Exact copies of all the lines below are required, with the pictures omitted.
•••••
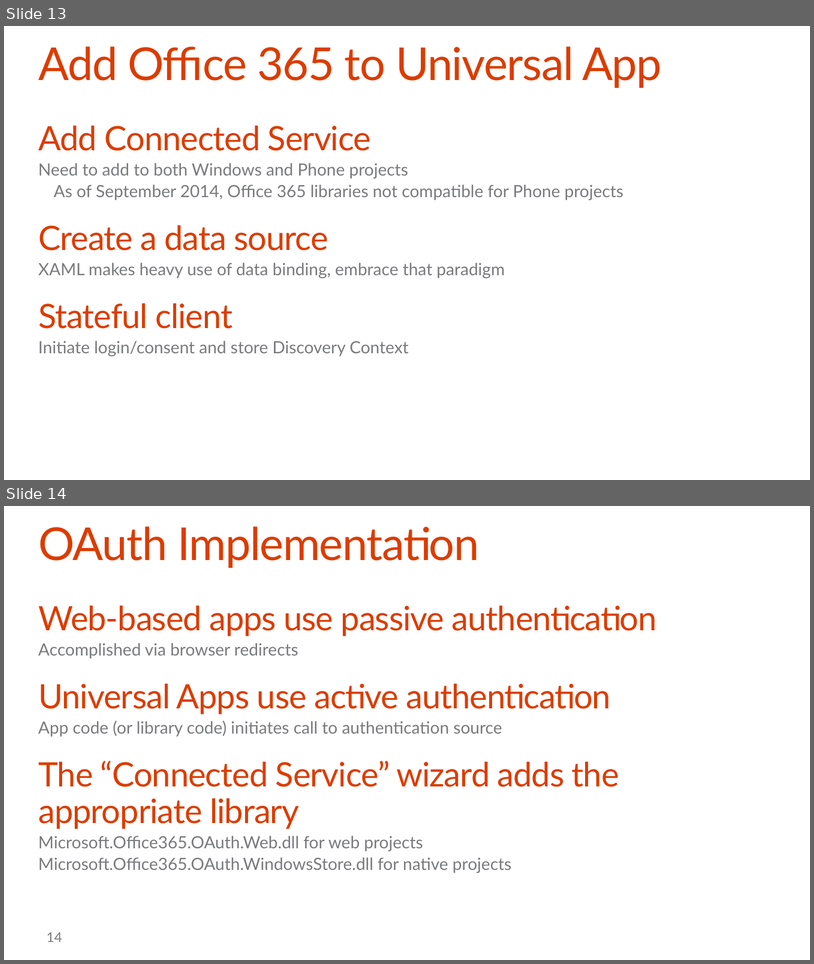
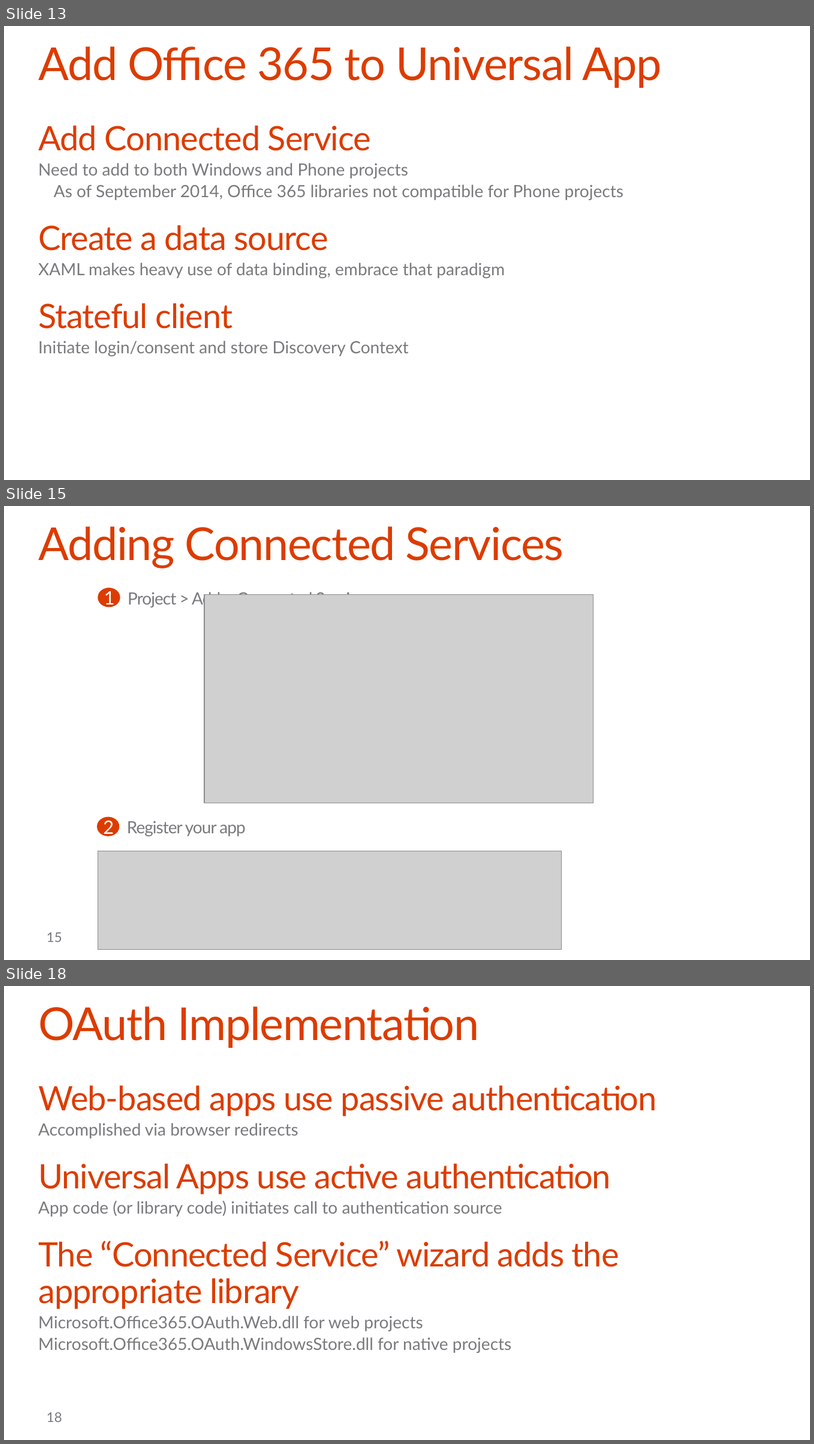
Before and after one commit to OfficeDev/TrainingContent, a slide deck: O3654-5 Deep dive into native Universal Windows App Development with Office 365 APIs/Deep Dive into native Universal App development with Office 365 APIs.pptx. Shown one above the other, each under a label of ours: slides 13 and 14 before the commit, slides 13, 15 and 18 after it; the slides between them are not shown. The pictures are 814x964 and 814x1444 pixels, drawn with LibreOffice and Linux fonts; fonts in the diff are those of the drawing; grey boxes stand for pictures; background and template pictures are left out. Boxes give left, top, right and bottom in pixels: in the first picture for what was removed or moved away, otherwise in the second. Text is boxed around its words. In the diff, an @@ line names an element or a change of style, - is before the commit and + after.

```diff
--- a/O3654-5 Deep dive into native Universal Windows App Development with Office 365 APIs/Deep Dive into native Universal App development with Office 365 APIs.pptx
+++ b/O3654-5 Deep dive into native Universal Windows App Development with Office 365 APIs/Deep Dive into native Universal App development with Office 365 APIs.pptx
@@ slide 15 added at <box>4,506,810,960</box>, background #FFFFFF @@
@@ title added at <box>38,526,564,568</box>, 54 pt, text #DC3C00 @@
+Adding Connected Services
@@ ellipse added at <box>98,588,120,607</box>, fill #DC3C00, 22 pt, text #FFFFFF @@
+1
@@ text added at <box>128,590,378,608</box>, 20 pt, text #797A7D @@
+Project > Add > Connected Service…
@@ picture added at <box>204,594,593,802</box> @@
@@ ellipse added at <box>97,816,120,835</box>, fill #DC3C00, 22 pt, text #FFFFFF @@
+2
@@ text added at <box>127,820,245,836</box>, 20 pt, text #797A7D @@
+Register your app
@@ picture added at <box>98,851,562,949</box> @@
@@ page number added at <box>47,932,62,942</box>, 16 pt, text #797A7D @@
+15
@@ what was slide 14 is now slide 18 @@
@@ page number at <box>47,1412,62,1422</box>: text changed @@
-14
+18
```
Also in this commit, not shown: 1 slide changed, 4 other slides added.
•••••
*Task response*
Before and after one commit to OfficeDev/TrainingContent, a slide deck: O3654-5 Deep dive into native Universal Windows App Development with Office 365 APIs/Deep Dive into native Universal App development with Office 365 APIs.pptx. Shown one above the other, each under a label of ours: slides 13 and 14 before the commit, slides 13, 15 and 18 after it; the slides between them are not shown. The pictures are 814x964 and 814x1444 pixels, drawn with LibreOffice and Linux fonts; fonts in the diff are those of the drawing; grey boxes stand for pictures; background and template pictures are left out. Boxes give left, top, right and bottom in pixels: in the first picture for what was removed or moved away, otherwise in the second. Text is boxed around its words. In the diff, an @@ line names an element or a change of style, - is before the commit and + after.

```diff
--- a/O3654-5 Deep dive into native Universal Windows App Development with Office 365 APIs/Deep Dive into native Universal App development with Office 365 APIs.pptx
+++ b/O3654-5 Deep dive into native Universal Windows App Development with Office 365 APIs/Deep Dive into native Universal App development with Office 365 APIs.pptx
@@ slide 15 added at <box>4,506,810,960</box>, background #FFFFFF @@
@@ title added at <box>38,526,564,568</box>, 54 pt, text #DC3C00 @@
+Adding Connected Services
@@ ellipse added at <box>98,588,120,607</box>, fill #DC3C00, 22 pt, text #FFFFFF @@
+1
@@ text added at <box>128,590,378,608</box>, 20 pt, text #797A7D @@
+Project > Add > Connected Service…
@@ picture added at <box>204,594,593,802</box> @@
@@ ellipse added at <box>97,816,120,835</box>, fill #DC3C00, 22 pt, text #FFFFFF @@
+2
@@ text added at <box>127,820,245,836</box>, 20 pt, text #797A7D @@
+Register your app
@@ picture added at <box>98,851,562,949</box> @@
@@ page number added at <box>47,932,62,942</box>, 16 pt, text #797A7D @@
+15
@@ what was slide 14 is now slide 18 @@
@@ page number at <box>47,1412,62,1422</box>: text changed @@
-14
+18
```
Also in this commit, not shown: 1 slide changed, 4 other slides added.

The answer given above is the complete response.